Ich habe so etwas auch schon mal  mit einem JEditorPane versucht.
Das JEditorPane stellt Websiten extrem schlecht dar. Als ich das gesehen habe, habe ich es sofort aufgegeben.

Im Anhang: die Darstellung der Googlestartseite


----------



## JeromeC (23. Apr 2014)

Vlt nutzt dir das was:
JavaFX Web View


----------



## javampir (23. Apr 2014)

hi,
soweit ich weiß, ist das jeditorpane nicht standardmäßig darauf eingestellt, scripts auszuführen. es war bloß eine idee, worauf man aufbauen könnte.
javampir


----------



## ushit99 (23. Apr 2014)

Schon klar, ich war nur ein bisschen enttäuscht, als ich gesehen hab, wie es die (nicht sehr komplexe) googlestartseite verunstaltet hat..


----------



## javampir (23. Apr 2014)

hi,
ich glaub ich hab mich verlesen. was willst du sagen mit



> die nicht sehr komplexe Googlestartseite



???
hast du im browser schon mal den quellcode von google angeschaut? Drück in deinem browser doch mal Strg + U, wenn du auf google bist.
javampir


----------



## ushit99 (23. Apr 2014)

Hab ich schon oft gemacht, aber vond der Graphik her ist die nicht sehr komplex


----------



## javampir (23. Apr 2014)

hi,
ich bins noch mal. hab mal bisschen gegooglet. das ist alles andere als ermutigend.
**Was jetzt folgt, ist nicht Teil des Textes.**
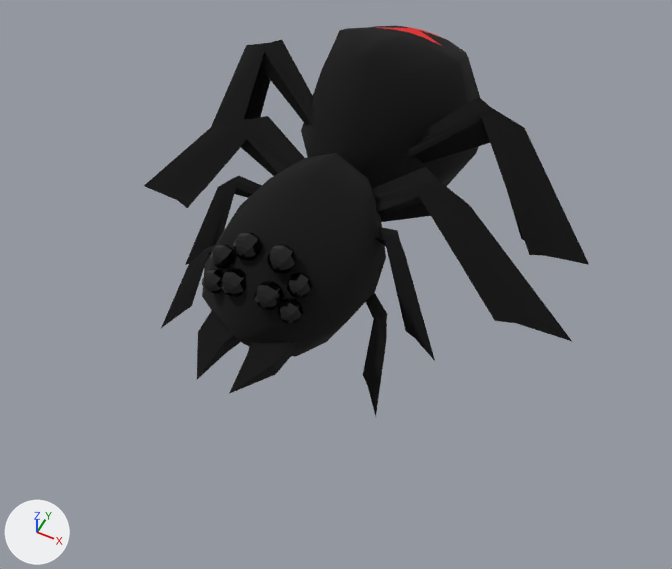
Before and after pictures for a commit that changed the Blender file boss_1.blend.
Camera for both pictures: a 50 mm lens placed at (19.2, -42.0, 48.3), pointed at (1.2, -5.9, 3.2). Lighting does not change. The marker at lower left points along +X, +Y and +Z.
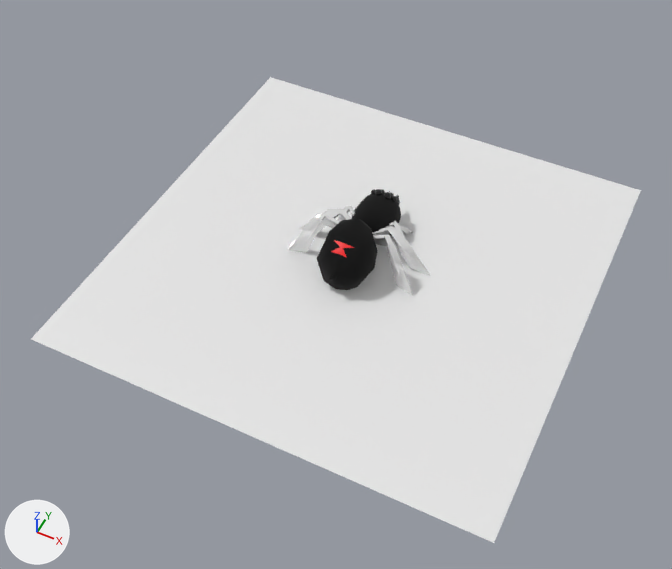
Location of each change, (x1, y1, x2, y2) in pixels of the pictures (672 x 569 px; the box of a moved part takes in the faces that stretch with it):
```json
{"object": "Plane", "change": "added", "after": [31, 77, 641, 543]}
{"object": "Cube", "change": "reshaped, moved, turned, rescaled", "before": [144, 26, 589, 416], "after": [288, 189, 430, 296]}
{"part": 1, "of": "me_cube", "change": "moved or reshaped", "before": [185, 176, 435, 361], "after": [337, 206, 404, 236]}
{"part": 2, "of": "me_cube", "change": "moved or reshaped", "before": [161, 246, 387, 416], "after": [400, 226, 413, 234]}
{"part": 3, "of": "me_cube", "change": "moved or reshaped", "before": [144, 116, 573, 342], "after": [299, 209, 430, 275]}
{"part": 4, "of": "me_cube", "change": "moved or reshaped", "before": [301, 26, 480, 189], "after": [317, 218, 377, 290]}
{"part": 5, "of": "me_cube", "change": "moved or reshaped", "before": [211, 39, 589, 265], "after": [288, 213, 413, 296]}
{"part": 6, "of": "me_cube", "change": "moved or reshaped", "before": [202, 153, 386, 357], "after": [352, 193, 401, 232]}
{"part": 7, "of": "me_cube", "change": "moved or reshaped", "before": [197, 309, 297, 394], "after": [389, 191, 400, 205]}
{"part": 8, "of": "me_cube", "change": "moved or reshaped", "before": [211, 244, 312, 298], "after": [371, 189, 397, 202]}
{"part": 9, "of": "me_cube", "change": "moved or reshaped", "before": [233, 232, 297, 274], "after": [375, 189, 391, 199]}
{"part": 10, "of": "me_cube", "change": "moved or reshaped", "before": [202, 269, 303, 324], "on screen": "not visible afterwards"}
{"part": 11, "of": "me_cube", "change": "moved or reshaped", "before": [220, 268, 284, 310], "after": [382, 189, 394, 198]}
```

Edits to the scene script, one JSON object a line:
```json
{"op": "add", "block": "mat_legs", "code": ["mat_legs = principled_material('legs')", "mat_legs.base_color = (1.0, 1.0, 1.0)  # white #ffffff", "mat_legs.metallic = 0.551", "mat_legs.roughness = 0.0"]}
{"block": "me_cube", "where": "me_cube.from_pydata(...)  # 508 vertices, 493 faces; spans x 0.0..16.2, y -18.5..12.9, z 1.9..16.0"}
{"block": "me_cube", "where": "# used by ob_cube; location = (0.0, 0.0, 0.0)"}
{"block": "me_cube", "change": "me_cube part 1: the loose piece of 30 vertices spanning x 1.4..9.1, y -8.1..-3.8, z 2.2..10.2 is multiplied about its middle by the matrix ((0.958, -0.285, -0.02), (0.285, 0.958, -0.005), (0.021, -0.001, 1.0)), then moved by (-0.1, 0.1, -2.2), in mat_legs (white #ffffff)"}
{"block": "me_cube", "change": "me_cube part 2: the loose piece of 30 vertices spanning x 2.5..7.6, y -13.4..-6.5, z 2.1..6.9 is moved by (0.0, 0.0, -2.2), in mat_legs (white #ffffff)"}
{"block": "me_cube", "change": "me_cube part 3: the loose piece of 30 vertices spanning x 0.0..16.2, y -4.4..-2.1, z 2.1..12.1 is moved by (0.0, 0.0, -2.2), in mat_legs (white #ffffff)"}
{"block": "me_cube", "change": "me_cube part 4: the loose piece of 83 vertices spanning x 0.0..6.2, y -3.4..11.9, z 2.0..16.0 is moved by (0.0, 0.0, -2.2)"}
{"block": "me_cube", "change": "me_cube part 5: the loose piece of 30 vertices spanning x 0.0..15.3, y -1.5..4.5, z 1.9..14.6 is moved by (0.0, 0.0, -2.2), in mat_legs (white #ffffff)"}
{"block": "me_cube", "change": "me_cube part 6: the loose piece of 37 vertices spanning x 0.0..5.2, y -15.4..-2.1, z 3.1..12.2 is moved by (0.0, 0.0, -2.2)"}
{"block": "me_cube", "change": "me_cube part 7: the loose piece of 12 vertices spanning x 0.0..2.7, y -18.5..-13.4, z 6.4..7.4 is moved by (0.0, 0.0, -2.2)"}
{"block": "me_cube", "change": "me_cube part 8: the loose piece of 58 vertices spanning x 1.7..3.1, y -13.5..-12.1, z 9.9..11.3 is moved by (0.0, 0.0, -2.2)"}
{"block": "me_cube", "change": "me_cube part 9: the loose piece of 58 vertices spanning x 0.3..1.9, y -13.0..-11.4, z 10.7..12.3 is moved by (0.0, 0.0, -2.2)"}
{"block": "me_cube", "change": "me_cube part 10: the loose piece of 58 vertices spanning x 1.7..3.1, y -14.6..-13.2, z 8.9..10.3 is moved by (0.0, 0.0, -2.2)"}
{"block": "me_cube", "change": "me_cube part 11: the loose piece of 58 vertices spanning x 0.3..1.9, y -14.6..-13.0, z 9.3..11.0 is moved by (0.0, 0.0, -2.2)"}
{"op": "add", "block": "me_cube", "code": "me_cube.materials.append(mat_legs)  # white #ffffff"}
{"op": "add", "block": "me_plane_001", "code": ["me_plane_001 = bpy.data.meshes.new('Plane.001')", "me_plane_001.from_pydata([(-1.0, -1.0, 0.0), (1.0, -1.0, 0.0), (-1.0, 1.0, 0.0), (1.0, 1.0, 0.0)], [], [(0, 1, 3, 2)])"]}
{"op": "set", "path": "ob_cube.location", "old": "(0.0, 0.0, 0.0)", "new": "(0.0, 0.0, -0.73)"}
{"op": "set", "path": "ob_cube.rotation_euler", "old": "(0.0, 0.0, 0.0)", "new": "(0.0, 0.0, -3.142)", "note": "degrees (0, 0, 0) -> degrees (0, 0, -180)"}
{"op": "set", "path": "ob_cube.scale", "old": "(1.0, 1.0, 1.0)", "new": "(0.334, 0.334, 0.334)"}
{"op": "add", "block": "ob_plane", "code": ["ob_plane = bpy.data.objects.new('Plane', me_plane_001)", "ob_plane.location = (0.0, 0.0, -0.59)", "ob_plane.scale = (16.4, 16.4, 16.4)"]}
```

Eigenen Browser programmieren

eigener Explorer via Java?

Man findet ohne probleme noch mehr.
javampir


----------



## iL0ndi (4. Mai 2014)

danke für eure Antworten...
Hab nun etwas mit JeditorPane rum probiert (HTML und CSS), und sehe, dass man mit JeditorPane nicht wirklich weit kommt. Libs hab ich auch keine gefunden (keine verwendbar)


----------